* [What you will do] From the entries below, extract every line that includes the word "slope".

* [Dataset records]
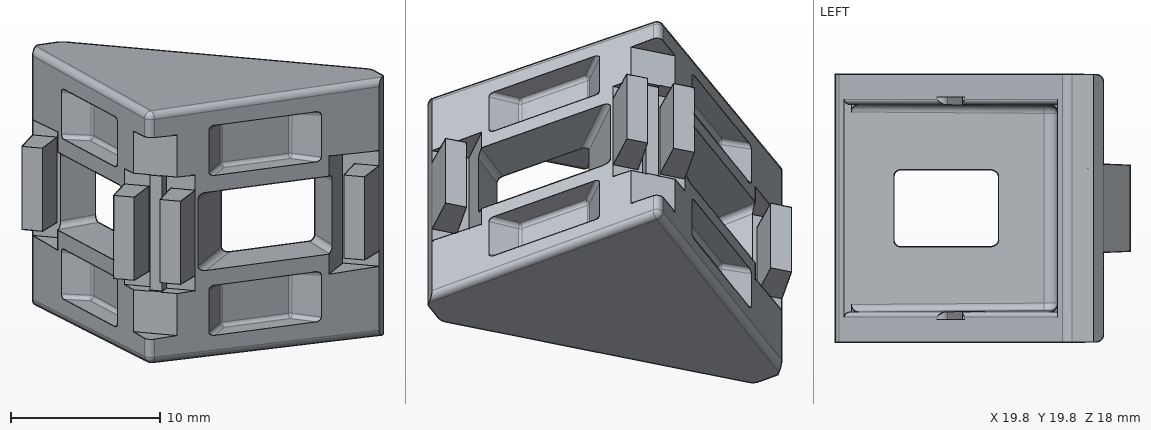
import cadquery as cq
import math

SQRT2 = math.sqrt(2)
DIAGONAL_NORMAL = cq.Vector(1, 1, 0)
PULL_PLANE = cq.Plane(origin=(0, 0, 0), xDir=(1, -1, 0), normal=(1, 1, 0))
REACH = 29.7
OUTSIDE = 0.4
EDGE_WINDOW = 0.6

leg_length = 18.0
body_height = 18.0
hypotenuse_offset = 20.47
mouth_pull = -hypotenuse_offset / SQRT2
end_bevel = 0.67
tip_round = 0.91
body_draft = 1.0
outer_edge_round = 0.5

leg_thickness = 3.09
cavity_half_height = 6.95
cavity_draft = 0.6
cavity_corner_round = 0.91
cavity_edge_round = 0.5
cavity_mouth_round = 0.34
cover_slot_half_width = 0.81
cover_slot_depth = 2.38
cover_slot_half_height = 7.46
cover_slot_flare = 0.5

tab_pitch = 13.78
tab_base_x = end_bevel - leg_length
tab_run = 2.0
tab_projection = 1.8
tab_tip_step = 1.03
tab_base_half_height = 2.97
tab_tip_half_height = 2.9
end_recess_floor = 1.82
corner_recess_floor = 1.45
recess_wall_run = 1.92
recess_wall_depth = 1.78
recess_half_height = 4.02
recess_draft = 2.0

corner_cut = 2.18
corner_cut_half_height = 6.97
rib_cut = 2.44

opening_far_x = -14.04
opening_inner_x = -7.05
opening_mouth_x = -3.75
opening_mouth_half_height = 2.71
opening_inner_half_height = 2.57
opening_round = 0.44

pocket_far_x = -12.99
pocket_near_x = -4.57
pocket_floor_far_x = -11.46
pocket_floor_near_x = -6.25
pocket_depth = 1.6
pocket_z = 5.56
pocket_mouth_half_height = 1.75
pocket_floor_half_height = 1.66
pocket_round = 0.3


def plan_prism(outline):
    """Prism along Z, centred on z = 0, from an outline in X and Y."""
    return cq.Workplane("XY").polyline(outline).close().extrude(REACH, both=True)


def trapezoid(plane, start, start_half, end, end_half):
    """Prism across the plane whose height changes evenly from start to end."""
    outline = [(start, start_half), (end, end_half), (end, -end_half), (start, -start_half)]
    return cq.Workplane(plane).polyline(outline).close().extrude(REACH, both=True)


def drafted_along_pull(prism, pull, half_height, draft):
    """Trim a prism to a half height given at one pull position and growing with it by the draft."""
    slope = math.tan(math.radians(draft))
    start, end = pull - REACH, pull + REACH
    growth = slope * REACH
    return prism.intersect(trapezoid(PULL_PLANE, start, half_height - growth, end, half_height + growth))


def both_legs(shape):
    """The shape together with its copy on the other leg."""
    return [shape, shape.mirror(DIAGONAL_NORMAL)]


def edges_near(x, y, half_height):
    """Selector for edges centred close to (x, y) and no further than half_height from z = 0."""
    low = (x - EDGE_WINDOW, y - EDGE_WINDOW, -half_height)
    high = (x + EDGE_WINDOW, y + EDGE_WINDOW, half_height)
    return cq.selectors.BoxSelector(low, high)


def make_body():
    """Triangular block with rounded tips and rounded edges along its mounting faces."""
    sharp_tip = hypotenuse_offset - leg_length
    outline = [
        (0, 0),
        (end_bevel - leg_length, 0),
        (-leg_length, end_bevel),
        (-leg_length, sharp_tip),
        (-sharp_tip, leg_length),
        (-end_bevel, leg_length),
        (0, leg_length - end_bevel),
    ]
    prism = plan_prism(outline)
    for x, y in [(-leg_length, sharp_tip), (-sharp_tip, leg_length)]:
        prism = prism.edges(edges_near(x, y, EDGE_WINDOW)).fillet(tip_round)
    body = drafted_along_pull(prism, mouth_pull, body_height / 2, -body_draft)
    along_x = edges_near(-leg_length / 2, 0, body_height / 2)
    along_y = edges_near(0, leg_length / 2, body_height / 2)
    corner = edges_near(0, 0, EDGE_WINDOW)
    return body.edges(along_x + along_y + corner).fillet(outer_edge_round)


def make_cavity():
    """Triangular hollow between the legs, its upper and lower edges flaring out at the mouth."""
    inner = leg_thickness
    outline = [
        (-inner, inner),
        (-inner, hypotenuse_offset + inner),
        (-hypotenuse_offset - inner, inner),
    ]
    between_legs = plan_prism(outline).edges("|Z and >(1,-1,0)").fillet(cavity_corner_round)
    hollow = drafted_along_pull(between_legs, mouth_pull, cavity_half_height, -cavity_draft)
    hollow = hollow.edges("not |Z").edges("not <(1,-1,0)").fillet(cavity_edge_round)

    flare_end = mouth_pull + cavity_mouth_round
    wall = cavity_half_height - cavity_mouth_round * math.tan(math.radians(cavity_draft))
    lip = wall + cavity_mouth_round
    flare = (
        cq.Workplane(PULL_PLANE)
        .moveTo(mouth_pull, -lip)
        .radiusArc((flare_end, -wall), cavity_mouth_round)
        .lineTo(flare_end, wall)
        .radiusArc((mouth_pull, lip), cavity_mouth_round)
        .close()
        .extrude(REACH, both=True)
    )
    return hollow.union(between_legs.intersect(flare))


def make_cover_slot():
    """Slot with flared sides, running in from the cavity mouth above and below the cavity."""
    half_mouth = cover_slot_half_width + cover_slot_flare
    flare_end = mouth_pull + cover_slot_flare
    bottom = mouth_pull + cover_slot_depth
    slot_plane = cq.Plane(origin=(0, 0, 0), xDir=(1, -1, 0), normal=(0, 0, 1))
    profile = (
        cq.Workplane(slot_plane)
        .moveTo(mouth_pull, -half_mouth)
        .radiusArc((flare_end, -cover_slot_half_width), cover_slot_flare)
        .lineTo(bottom, -cover_slot_half_width)
        .lineTo(bottom, cover_slot_half_width)
        .lineTo(flare_end, cover_slot_half_width)
        .radiusArc((mouth_pull, half_mouth), cover_slot_flare)
        .close()
    )
    return profile.extrude(cover_slot_half_height, both=True)


def make_recess(start_x, floor_length):
    """Drafted recess around a tab: its floor faces the pull direction, its far wall runs outwards."""
    deep_x = start_x + floor_length
    outline = [
        (start_x, 0),
        (deep_x, floor_length),
        (deep_x + recess_wall_run, floor_length - recess_wall_depth),
        (deep_x + recess_wall_run, -OUTSIDE),
        (start_x, -OUTSIDE),
    ]
    return drafted_along_pull(plan_prism(outline), start_x / SQRT2, recess_half_height, recess_draft)


def make_tab(base_x):
    """Tapered tab standing on a recess floor and pointing along the pull direction."""
    tip_x = base_x + tab_run
    outline = [
        (base_x, 0),
        (tip_x, -tab_projection),
        (tip_x + tab_tip_step, tab_tip_step - tab_projection),
        (tip_x + tab_tip_step - tab_projection, tab_tip_step - tab_projection + tab_run),
    ]
    base_pull = base_x / SQRT2
    tip_pull = (tip_x + tab_projection) / SQRT2
    taper = trapezoid(PULL_PLANE, base_pull, tab_base_half_height, tip_pull, tab_tip_half_height)
    return plan_prism(outline).intersect(taper)


def make_corner_cut(leg_cut, half_height):
    """Cut at 45 degrees across the outer corner, taking the same length off both legs."""
    outline = [(-leg_cut, 0), (0, leg_cut), (leg_cut, 0), (0, -leg_cut)]
    return drafted_along_pull(plan_prism(outline), -leg_cut / SQRT2, half_height, recess_draft)


def make_opening():
    """Screw opening through the leg along -X, one side slanting along the pull direction."""
    slant = (opening_mouth_x - opening_inner_x) / leg_thickness
    end_y = leg_thickness + OUTSIDE
    outline = [
        (opening_far_x, 0),
        (opening_mouth_x, 0),
        (opening_mouth_x - slant * end_y, end_y),
        (opening_far_x, end_y),
    ]
    taper_per_y = (opening_mouth_half_height - opening_inner_half_height) / leg_thickness
    end_half_height = opening_mouth_half_height - taper_per_y * end_y
    taper = trapezoid(cq.Plane.YZ(), 0, opening_mouth_half_height, end_y, end_half_height)
    return plan_prism(outline).intersect(taper).edges("not(<Y or >Y or |X)").fillet(opening_round)


def make_pocket():
    """Blind pocket in the mounting face of the leg along -X, centred on z = 0."""
    outline = [
        (pocket_far_x, 0),
        (pocket_near_x, 0),
        (pocket_floor_near_x, pocket_depth),
        (pocket_floor_far_x, pocket_depth),
    ]
    taper = trapezoid(cq.Plane.YZ(), 0, pocket_mouth_half_height, pocket_depth, pocket_floor_half_height)
    pocket = plan_prism(outline).intersect(taper)
    return pocket.faces("not(<Y)").edges("not(<Y)").fillet(pocket_round)


result = make_body().cut(make_cavity()).cut(make_cover_slot())
result = result.cut(make_corner_cut(corner_cut, corner_cut_half_height))
result = result.cut(make_corner_cut(rib_cut, recess_half_height))
pocket = make_pocket()
tab_positions = [(tab_base_x, end_recess_floor), (tab_base_x + tab_pitch, corner_recess_floor)]
leg_cuts = [make_opening()]
leg_cuts += [pocket.translate((0, 0, z)) for z in (-pocket_z, pocket_z)]
leg_cuts += [make_recess(x, floor) for x, floor in tab_positions]
for cutter in leg_cuts:
    for copy in both_legs(cutter):
        result = result.cut(copy)
for x, _ in tab_positions:
    for tab in both_legs(make_tab(x)):
        result = result.union(tab)

* [Worked solution]
    slope = math.tan(math.radians(draft))
    growth = slope * REACH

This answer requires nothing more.